For me–one of my life philosophies has always been, “don’t just do something, stand there!”–as in, I will generally refrain from action until I am satisfied that taking action will have some substantive result; I don’t usually act for the sake of acting, and certainly not just because it’s what everyone else is doing. (One could say I’m very grounded and wise; one could also say I’m possessed of a bone-deep laziness. I’ll never voluntarily divulge which it is.)  So we are not vaccinating.  But I’m really interested in actually learning about what’s out there…

Posted on November 1, 2009, in Uncategorized. Bookmark the permalink. 6 Comments.

  1. so interesting- I read your post and thought, weird I was thinking of writing about my experience today.

    Thanks for such fantastic links- it is tricky to find legit stuff out on the big internet.

    My post probably isn’t what you’re looking for though- being Canadian-based and all. I was surprised to read so many differences!

    I do know that there have been two child Canadian deaths in the past week. One of a 13 year old boy who collapsed Sunday and passed away Monday. No underlying medical concerns. The other I can’t quite remember- but I do know there were also no health concerns other than the virus. Parents, understandably, have been panicking since then and Ontario has been inundated with irate, scared and frustrated parents trying to get vaccinated for their children.

    strange times.

  2. I know you’ve talked about the CDC advice, but have you checked out the studies that the CDC references? They only refer to three studies, but they’re multi-year, multi-state studies. They’re not specifically for the H1N1 flu, but they discuss the effectiveness of the flu vaccine in general, they break it down by age and condition, and they talk about years when the vaccine wasn’t well-matched to the strain as well as years when it was.

  3. “What I would like to find, more than anything else, is a documented scientific study which demonstrates that flu vaccination actually does prevent a person from getting the flu.”

    I’m afraid you won’t find that anywhere… not rock-solid proof, anyway. May I quote from the documentation from the Canadian vaccine (I would assume the US version has something similar):

    “As with all vaccines, AREPANRIX™ H1N1 may not fully protect all people who are vaccinated.”
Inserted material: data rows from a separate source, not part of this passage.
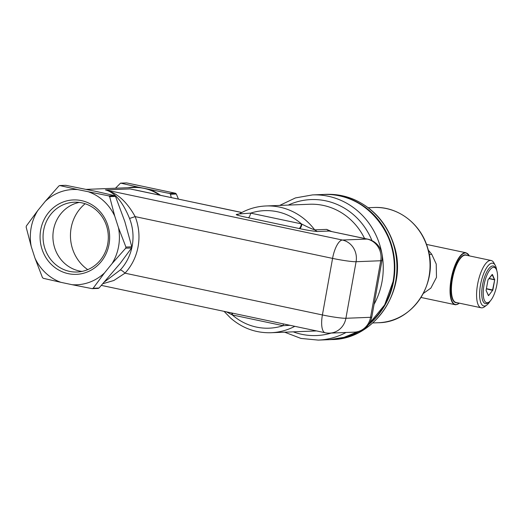 <?xml version="1.0" encoding="UTF-8"?>
<svg xmlns="http://www.w3.org/2000/svg" width="523" height="523" viewBox="0 0 523 523"><rect width="100%" height="100%" fill="white"/><g stroke="black" fill="none" stroke-linecap="round" stroke-linejoin="round"><path stroke-width="0.78" d="M50.515 214.731A34.93 32.635 -92.3 0 0 46.462 252.491A34.93 32.635 -92.3 0 0 77.058 272.012A34.93 32.635 -92.3 0 0 100.854 259.486A34.93 32.635 -92.3 0 0 104.907 221.726A34.93 32.635 -92.3 0 0 74.312 202.205A34.93 32.635 -92.3 0 0 50.515 214.731M48.031 213.286A37.238 34.786 -92.3 0 0 52.718 265.73A37.238 34.786 -92.3 0 0 101.697 260.997A37.238 34.786 -92.3 0 0 97.01 208.553A37.238 34.786 -92.3 0 0 48.031 213.286M81.974 271.417A34.93 32.635 87.7 0 1 55.307 249.68A34.93 32.635 87.7 0 1 60.38 214.338A34.93 32.635 87.7 0 1 79.261 202.408M88.832 191.954A47.678 44.54 87.7 0 1 114.733 216.104L118.479 227.701A47.678 44.54 87.7 0 1 112.007 263.67L104.515 272.888A47.678 44.54 87.7 0 1 72.141 284.708L60.897 282.328A47.678 44.54 87.7 0 1 34.995 258.179L31.249 246.581A47.678 44.54 87.7 0 1 37.721 210.612L45.213 201.394A47.678 44.54 87.7 0 1 77.587 189.574L108.817 195.89L109.634 196.648L115.505 196.413L124.827 221.575L131.796 246.83L131.593 247.961L120.225 263.344L99.017 288.036L98.004 288.408M114.733 216.104L109.634 196.648M118.479 227.701L125.925 247.065L125.723 248.196L131.593 247.961M112.007 263.67L125.723 248.196M104.515 272.888L93.146 288.271L92.126 288.644L72.141 284.708M98.232 288.435L92.126 288.644M60.897 282.328L43.259 278.301L42.441 277.543L34.995 258.179M31.249 246.581L26.15 227.126L26.353 225.995L37.721 210.612M45.213 201.394L58.929 185.92L59.949 185.547L65.82 185.319L97.049 191.627L114.687 195.654L115.505 196.413M77.587 189.574L59.72 185.528L65.82 185.319M85.138 203.735A40.363 37.708 -92.3 0 0 71.128 227.995A40.363 37.708 -92.3 0 0 87.733 269.639M241.744 212.547L135.444 189.986M159.541 195.086A47.279 44.174 -92.3 0 0 144.047 188.372A47.279 44.174 -92.3 0 0 133.842 187.502L86.373 189.372M129.547 218.457C122.807 201.937 114.759 192.412 105.404 189.888C116.936 192.726 126.854 201.636 135.163 216.62L129.547 218.457A47.279 44.174 -92.3 0 1 132.221 245.771A47.279 44.174 -92.3 0 1 120.277 269.986A4.615 1.203 -137.2 0 1 124.984 273.183L322.403 314.951L332.576 258.395L135.163 216.62A51.895 48.482 -92.3 0 1 138.098 246.601A51.895 48.482 -92.3 0 1 124.984 273.183L113.89 280.478L103.031 283.656M104.901 281.577L120.277 269.986M128.122 187.724A47.678 44.54 -92.3 0 1 138.425 187.182L169.655 193.49L175.532 193.262L126.658 182.919L120.558 183.128L115.472 188.221M160.496 195.282A47.678 44.54 -92.3 0 0 149.67 189.561M171.25 197.557L170.472 194.255L169.655 193.49M138.425 187.182L120.787 183.155L126.658 182.919M283.289 323.887L283.106 325.685L290.017 325.313M232.506 313.14A4.615 1.602 -78.1 0 1 232.317 314.938L226.4 311.852M239.416 213.933L250.635 213.136A58.811 54.941 87.7 0 1 301.425 223.883L301.948 224.138C307.276 226.904 311.525 228.813 314.689 229.859L326.607 229.388L331.523 231.473M101.436 285.408L325.162 332.746A18.449 6.407 101.9 0 1 322.403 314.951A18.449 1.517 10.2 0 0 345.906 318.278L356.085 261.716A18.449 1.517 10.2 0 1 332.576 258.395A18.449 6.407 -78.1 0 1 342.415 240.037L105.404 189.888L130.07 188.921L241.842 212.495M178.415 199.073L176.343 194.02L175.532 193.262M301.425 223.883A4.615 1.602 -78.1 0 1 298.966 228.473L248.177 217.725A4.615 1.602 -78.1 0 0 250.635 213.136L301.425 223.883M371.801 316.99L381.98 260.434A18.449 1.517 -169.8 0 1 380.751 260.748L356.085 261.716A18.449 17.239 87.7 0 0 342.415 240.037L367.074 239.063L329.15 231.042L367.636 239.116A18.449 6.407 101.9 0 0 367.074 239.063A18.449 17.239 87.7 0 1 380.751 260.748L370.572 317.304A18.449 17.239 87.7 0 1 354.372 332.157A18.449 18.449 0 0 0 371.801 316.99A18.449 1.517 -169.8 0 1 370.572 317.304L345.906 318.278A18.449 17.239 87.7 0 1 329.706 333.131L354.372 332.157M483.971 285.296A18.063 6.269 -78.1 0 1 496.157 269.11A18.063 6.269 -78.1 0 1 496.85 284.787A18.063 6.269 -78.1 0 1 489.208 301.934A18.063 6.269 -78.1 0 1 483.971 285.296M489.208 301.934L488.077 302.791A19.214 6.668 -78.1 0 1 485.377 303.615A19.214 6.668 -78.1 0 1 482.507 285.087A19.214 6.668 -78.1 0 1 493.333 266.017A19.214 6.668 -78.1 0 1 495.464 267.868L496.157 269.11M496.719 270.404A21.861 7.59 101.9 0 0 495.248 265.311A21.861 7.59 101.9 0 0 492.156 263.154A21.861 7.59 101.9 0 0 480.506 284.898A21.861 7.59 101.9 0 0 484.435 306.033A21.861 7.59 101.9 0 0 486.841 305.04A21.861 7.59 101.9 0 0 490.254 300.987M495.248 265.311L493.862 262.827A24.163 8.388 101.9 0 0 491.182 260.506A24.163 8.388 101.9 0 0 490.443 260.441A24.163 8.388 101.9 0 0 477.761 283.446A24.163 8.388 101.9 0 0 481.18 307.786A24.163 8.388 101.9 0 0 481.912 307.851A24.163 8.388 101.9 0 0 484.573 306.753L486.841 305.04M423.355 293.423L430.854 288.114L436.489 277.367L436.228 264.023L431.723 254.243L428.219 249.987M283.106 325.685L232.317 314.938A58.811 54.941 87.7 0 0 283.106 325.685M231.957 313.022L231.794 314.689M294.822 326.326A63.427 59.256 87.7 0 1 271.006 332.726L314.584 331.007A63.427 59.256 87.7 0 0 316.461 330.902M298.966 228.473L299.581 228.603C306.001 230.035 311.885 231.003 317.232 231.512L314.689 229.859A63.427 59.256 87.7 0 0 306.236 220.654A63.427 59.256 87.7 0 0 266.017 205.97L309.596 204.251A63.427 59.256 87.7 0 1 349.809 218.934A63.427 59.256 87.7 0 1 364.564 238.462M288.251 205.094A68.042 63.564 -92.3 0 1 354.202 215.332A68.042 63.564 87.7 0 1 371.964 240.606M331.236 333.073A68.042 63.564 87.7 0 1 293.24 331.85M279.655 205.434L295.443 197.923L312.519 194.909A72.651 67.872 87.7 0 1 382.032 281.609A72.651 67.872 87.7 0 1 374.089 304.301M346.043 332.491A72.651 67.872 87.7 0 1 318.232 340.1L329.333 339.662A72.651 67.872 87.7 0 0 357.778 331.706M312.519 194.909L323.619 194.471A72.651 67.872 87.7 0 1 393.133 281.171A72.651 67.872 87.7 0 1 369.029 323.907M238.331 214.352L236.488 214.423L239.286 213.927C247.595 209.03 256.505 206.376 266.017 205.97M236.488 214.423C234.749 214.803 243.097 216.64 248.177 217.725M299.581 228.603C300.562 228.303 301.346 226.819 301.948 224.138M317.232 231.512L329.15 231.042L326.607 229.388M170.472 194.255L176.343 194.02M93.146 288.271L99.017 288.036M125.925 247.065L131.796 246.83M108.817 195.89L114.687 195.654M488.031 279.825L492.398 274.457L494.699 279.818L492.869 290.004L488.593 295.619L486.135 290.657M487.959 280.08L486.122 290.272L487.972 280.08M486.102 290.474L488.423 295.626M492.869 290.004L488.593 295.619M486.39 288.866L492.712 290.396M486.429 288.663L492.574 289.964L494.699 279.818M488.992 278.628L494.405 279.772L494.686 279.426M489.123 278.465L494.398 279.583L492.13 274.653M492.084 274.582L488.109 279.687M431.723 254.243L429.233 254.623M331.928 339.558A72.651 67.872 -92.3 0 0 393.714 245.176A72.651 67.872 -92.3 0 0 326.215 194.366C336.001 194.007 345.435 195.785 354.522 199.701C374.043 208.684 387.21 223.864 394.035 245.241C408.659 288.644 375.422 339.479 331.928 339.558L329.823 339.643A72.651 67.872 -92.3 0 0 358.621 331.49M372.788 322.946L378.423 322.73A57.661 53.869 -92.3 0 0 427.468 247.817A57.661 53.869 -92.3 0 0 373.893 207.494L368.251 207.716M368.349 324.868A72.651 67.872 -92.3 0 0 391.616 245.261A72.651 67.872 -92.3 0 0 324.11 194.451A72.651 67.872 -92.3 0 0 323.868 194.458L326.215 194.366M323.619 194.471C365.793 191.241 402.625 237.187 393.211 281.152L384.673 304.896L368.97 323.992A72.422 67.657 -92.3 0 0 391.328 245.333A72.422 67.657 -92.3 0 0 364.315 206.938M426.48 244.404L466.065 252.779A26.523 9.211 101.9 0 0 465.254 252.714A26.523 9.211 101.9 0 0 451.336 277.961A26.523 9.211 101.9 0 0 455.082 304.68A26.523 9.211 101.9 0 0 455.893 304.746M469.308 255.878A26.294 9.126 101.9 0 0 465.424 252.982A26.294 9.126 101.9 0 0 451.414 279.145A26.294 9.126 101.9 0 0 456.148 304.563A26.294 9.126 101.9 0 0 459.305 303.163M491.182 260.506L466 255.178A24.163 8.388 101.9 0 0 465.261 255.113A24.163 8.388 101.9 0 0 452.578 278.118A24.163 8.388 101.9 0 0 455.997 302.457L481.18 307.786M466.928 255.374A24.398 8.473 101.9 0 0 465.091 254.845A24.398 8.473 101.9 0 0 452.088 279.119A24.398 8.473 101.9 0 0 456.481 302.706A24.398 8.473 101.9 0 0 456.919 302.654M224.086 311.362L230.466 317.945C242.273 328.196 255.786 333.118 271.006 332.726M381.98 260.434A18.449 18.449 0 0 0 367.636 239.116M284.643 332.19L300.967 338.433L318.232 340.1M357.83 331.693L343.997 337.355L329.333 339.662M325.162 332.746A18.449 18.449 0 0 0 329.706 333.131M373.893 207.494C397.611 206.154 420.793 223.622 427.624 247.85C439.235 282.342 412.85 322.678 378.423 322.73M421.028 297.469L455.082 304.68L455.945 304.752L459.377 303.177M469.386 255.891L466.065 252.779"/></g></svg>
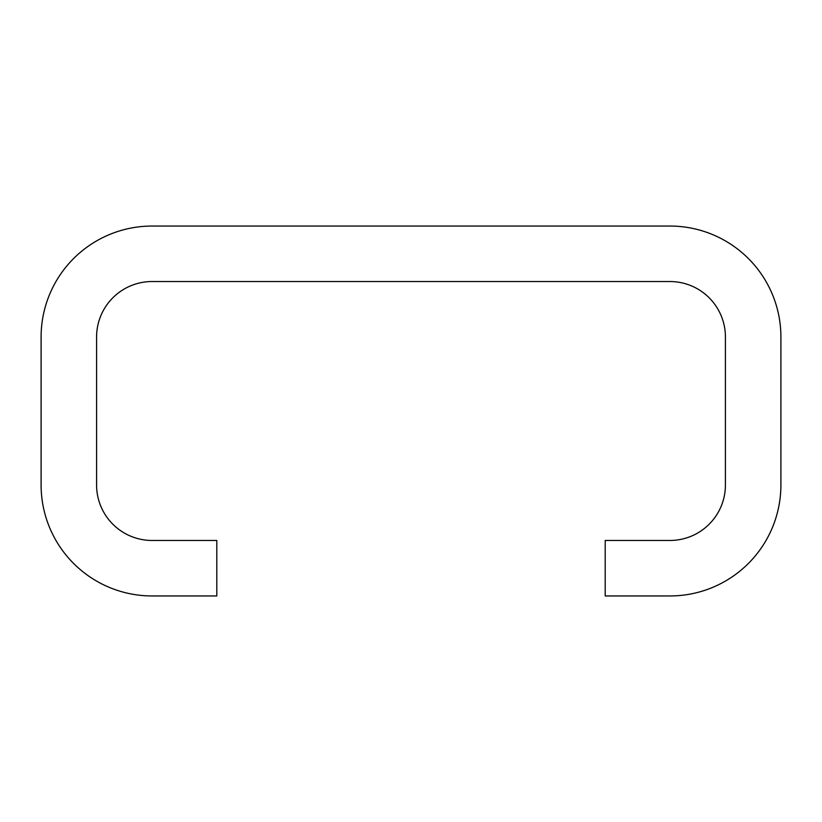 <?xml version="1.0" encoding="UTF-8"?>
<svg xmlns="http://www.w3.org/2000/svg" width="822" height="822" viewBox="0 0 822 822"><rect width="100%" height="100%" fill="white"/><g stroke="black" fill="none" stroke-linecap="round" stroke-linejoin="round"><path stroke-width="1.23" d="M605.197 595.95L669.93 595.95A110.97 110.97 0 0 0 780.9 484.98L780.9 337.02A110.97 110.97 0 0 0 669.93 226.05L152.07 226.05A110.97 110.97 0 0 0 41.1 337.02L41.1 484.98A110.97 110.97 0 0 0 152.07 595.95L216.803 595.95L216.803 540.465L152.07 540.465A55.485 55.485 0 0 1 96.585 484.98L96.585 337.02A55.485 55.485 0 0 1 152.07 281.535L669.93 281.535A55.485 55.485 0 0 1 725.415 337.02L725.415 484.98A55.485 55.485 0 0 1 669.93 540.465L605.197 540.465L605.197 595.95"/></g></svg>
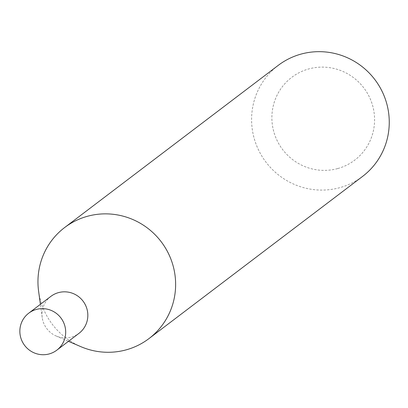 <?xml version="1.0" encoding="UTF-8"?>
<svg xmlns="http://www.w3.org/2000/svg" width="408" height="408" viewBox="0 0 408 408"><rect width="100%" height="100%" fill="white"/><g stroke="black" fill="none" stroke-linecap="round" stroke-linejoin="round"><path stroke-width="0.31" stroke-dasharray="2.04 1.53" d="M50.873 296.376A23.215 22.751 -127.2 0 0 42.203 317.567A23.215 22.751 -127.2 0 0 56.212 336.019A23.215 22.751 -127.2 0 0 71.334 337.115A23.215 22.751 -127.2 0 0 78.953 333.361M38.597 291.179A69.722 68.32 -127.2 0 0 80.662 346.581M337.62 168.586A52.01 50.969 52.8 0 1 273.936 132.238A52.01 50.969 52.8 0 1 308.851 68.906A52.01 50.969 52.8 0 1 372.53 105.254A52.01 50.969 52.8 0 1 337.62 168.586M278.261 65.351A69.722 68.32 -127.2 0 0 259.1 151.113A69.722 68.32 -127.2 0 0 339.706 187.685A69.722 68.32 -127.2 0 0 362.585 176.409M56.212 336.019L68.473 341.317M42.203 317.567L40.397 304.332"/><path stroke-width="0.61" d="M56.809 350.171L78.953 333.361A23.215 22.751 -127.2 0 0 85.333 304.801A23.215 22.751 -127.2 0 0 58.492 292.623A23.215 22.751 -127.2 0 0 50.873 296.376L28.728 313.191A23.215 22.751 -127.2 0 0 22.348 341.746A23.215 22.751 -127.2 0 0 49.19 353.93A23.215 22.751 -127.2 0 0 56.809 350.171A23.215 22.751 -127.2 0 0 63.189 321.616A23.215 22.751 -127.2 0 0 36.348 309.432A23.215 22.751 -127.2 0 0 28.728 313.191M68.473 341.317L80.662 346.581A69.722 68.32 -127.2 0 0 126.072 349.88A69.722 68.32 -127.2 0 0 148.951 338.604A69.722 68.32 -127.2 0 0 168.116 252.843A69.722 68.32 -127.2 0 0 87.506 216.266A69.722 68.32 -127.2 0 0 64.632 227.547A69.722 68.32 -127.2 0 0 38.597 291.179L40.397 304.332M148.951 338.604L362.585 176.409A69.722 68.32 -127.2 0 0 381.745 90.647A69.722 68.32 -127.2 0 0 301.14 54.07A69.722 68.32 -127.2 0 0 278.261 65.351L64.632 227.547"/></g></svg>
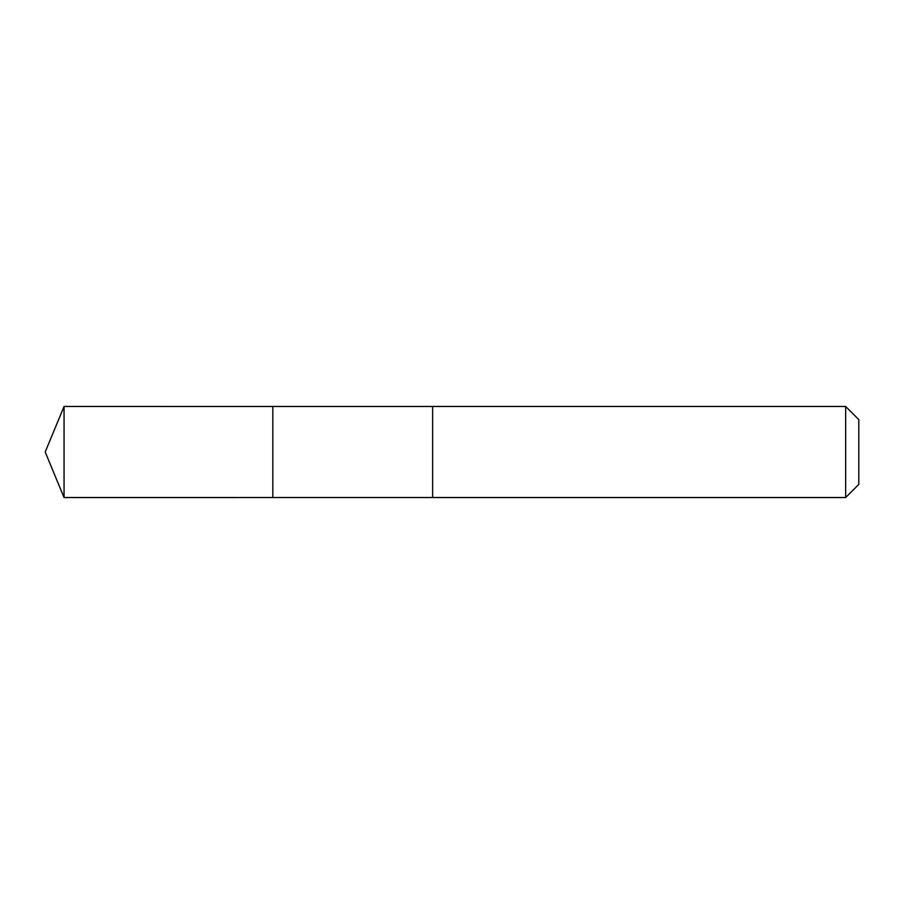 <?xml version="1.0" encoding="UTF-8"?>
<svg xmlns="http://www.w3.org/2000/svg" width="904" height="904" viewBox="0 0 904 904"><rect width="100%" height="100%" fill="white"/><g stroke="black" fill="none" stroke-linecap="round" stroke-linejoin="round"><path stroke-width="1.36" d="M272.816 497.516L272.816 406.484L64.06 406.472L64.06 497.528L272.816 497.516L272.816 406.484L432.632 406.484L432.632 497.516L64.06 497.528L45.2 452L64.06 497.528M432.632 428.643L432.632 497.528L845.658 497.528L845.658 406.472L432.632 406.472L432.632 428.643M845.658 406.472L858.8 419.614L858.8 484.386L845.658 497.528M45.2 452L64.06 406.472"/></g></svg>

    Re: the boy in Ontario, it was a really sad case and I feel awful for his parents. But there is no hard evidence that H1N1 killed him, as there was no autopsy done. He apparently did come down with the virus, but some speculate that it was meningitis or some other infection that actually killed him. No one knows for sure – but it sure lit up the vaccination campaign, nationwide.

  4. greenmomintheburbs

    Karen–
    Thanks for your comment–the note about the boy in Ontario is interesting too; the news reports all seemed to say that he’d been autopsied and H1N1 was the official cause of death…If you have any links to this I’d appreciate it! (I’ll go poking around a bit too…)

    The freaky thing about the vaccine seems to be that it works least on the “highest risk” populace (elderly and infant) and best on those least likely to catch or have a serious case of the illness anyway. The herd immunity question seems to have some validity, but even so…

  5. http://www.nationalpost.com/m/story.html?id=2149855

    They did schedule one for the Tuesday after he died, but apparently it never took place… some sites say the parents declined, others say the coroner’s office didn’t do one.